# Hashing functions - How to define them?

Let $$\mathcal{G}$$ be a cyclic additive group for an elliptic curve $$E\, / \ \,\mathbb{F}_p$$, and let $$p, n$$ be two large prime numbers (e.g., we can consider $$\texttt{secp160r1}$$ with $$p = 160$$ bit and the reasonably even $$n$$ is $$160$$ bit long).

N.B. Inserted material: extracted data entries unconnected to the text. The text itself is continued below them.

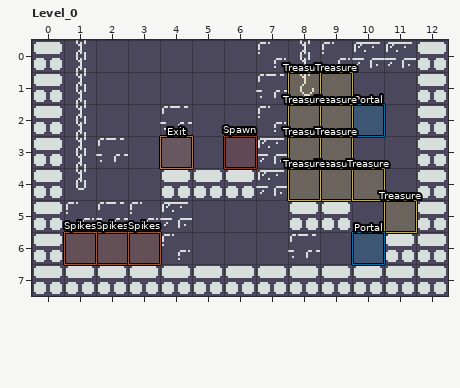
One commit to this LDtk project: money_tower.pdx/level/world.ldtk. The picture above was drawn from the file before the commit.
Cells are 16x16 px. Shown: Level_0 x 0..12, y 0..7.
And afterwards:
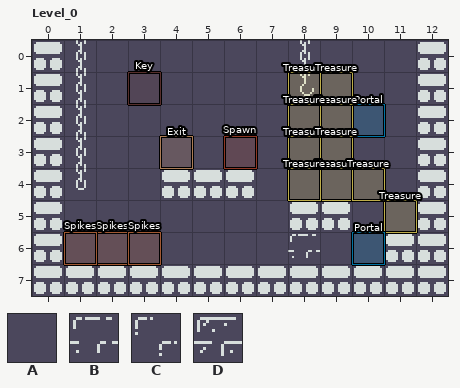
Key: from "Tileset": A 761, B 859, C 1007, D 1010.
_ is an empty cell, . an unchanged one.
Objects are placed by their top-left corner, in cells (3,4 is the top-left corner of cell 3,4); size is 1x1 cell unless given.
Edits made:
--- layer "Tiles1"
@@ x 1..11 @@
-0 ......C.CDD
-1 ......B....
-2 ...B..C....
-3 .B....D....
-4 ......D....
-5 CBCD.......
-6 ...C.......
+0 ......A.AAA
+1 ......A....
+2 ...A..A....
+3 .A....A....
+4 ......A....
+5 AAAA.......
+6 ...A.......
--- layer "Entities"
+"Key" rectangle at 3,1

I have read several papers in which hashing functions were defined, but I do not understand how the definitions were reached. Let me give you an example:

$$H_1:\{0,1\}^* \times \mathcal{G} \times \mathcal{G} \rightarrow \mathbb{Z}_n^*$$

$$H_2:\{0,1\}^* \times \{0,1\}^* \times \mathcal{G} \times \mathcal{G} \times \mathcal{G} \times \mathcal{G} \rightarrow \mathbb{Z}_p^*$$

My questions are:

1. Why do the authors multiply the value $$\{0,1\}^*$$ by $$\mathcal{G}$$ more than once ? One time is not enough?
2. Why, in the second function $$H_2$$, do they multiply the value $$\{0,1\}^*$$ two times with itself? What changes?
3. If I want to define a third hashing function $$H_3$$, do I need a third prime number or can I leverage $$p$$ or $$n$$ (in $$H_1$$ the output is in $$\mathbb{Z}_n^*$$, and in the second in $$\mathbb{Z}_p^*$$)?
4. What is in practice the difference between $$H_1$$ and $$H_2$$?
5. Supposing that $$n = p = 160$$ bit, may I estimate the output length for each hashing function? Is this long $$160$$ bit right (e.g., could be SHA-1)?
6. Why not simply define a hashing function as $$H:\{0,1\}^* \rightarrow \{0,1\}^l$$?
• It's hard to say without knowing which authors you're talking about, but often it is convenient to use a uniform random function on some prescribed domain and codomain; you can always get something very close to that using a hash function on bit strings by encoding the structured input into a bit string and then projecting the output into some structured output space. E.g., for a map $H\colon\mathbb Z/p\mathbb Z\to\mathbb Z/q\mathbb Z$ when $q\ll2^{2048}$, define $H(x)=\operatorname{SHAKE128-2048}(\underline x)\bmod q$, where $\underline x$ is the little-endian bit encoding of the integer. – Squeamish Ossifrage May 18 '19 at 19:35

1. They are not. First of all, $$\{0,1\}^*$$ and $$\mathcal{G}$$ are not "values", they are sets. $$\times$$ does not mean multiplication, but the Cartesian product of those sets. Second of all, those are not definitions of functions. All that's specified there is the domain and range of the hash functions. Specifically $$H_1$$ maps tuples $$(a,b,c)$$, where $$a\in\{0,1\}^*$$ and $$b,c\in\mathcal{G}$$ to an element of $$\mathbb{Z}_n^*$$.
2. See above. $$H_2$$ maps tuples consisting of two elements of $$\{0,1\}^*$$ and four elements of $$\mathcal{G}$$ to an element of $$\mathbb{Z}_p^*$$.
5. The output of those functions is not a bitstring. It's an element of $$\mathbb{Z}_n^*$$ and $$\mathbb{Z}_p^*$$ respectively. The values may be encoded as a bitstring, where the canonical encoding would indeed have length at most 160 bits.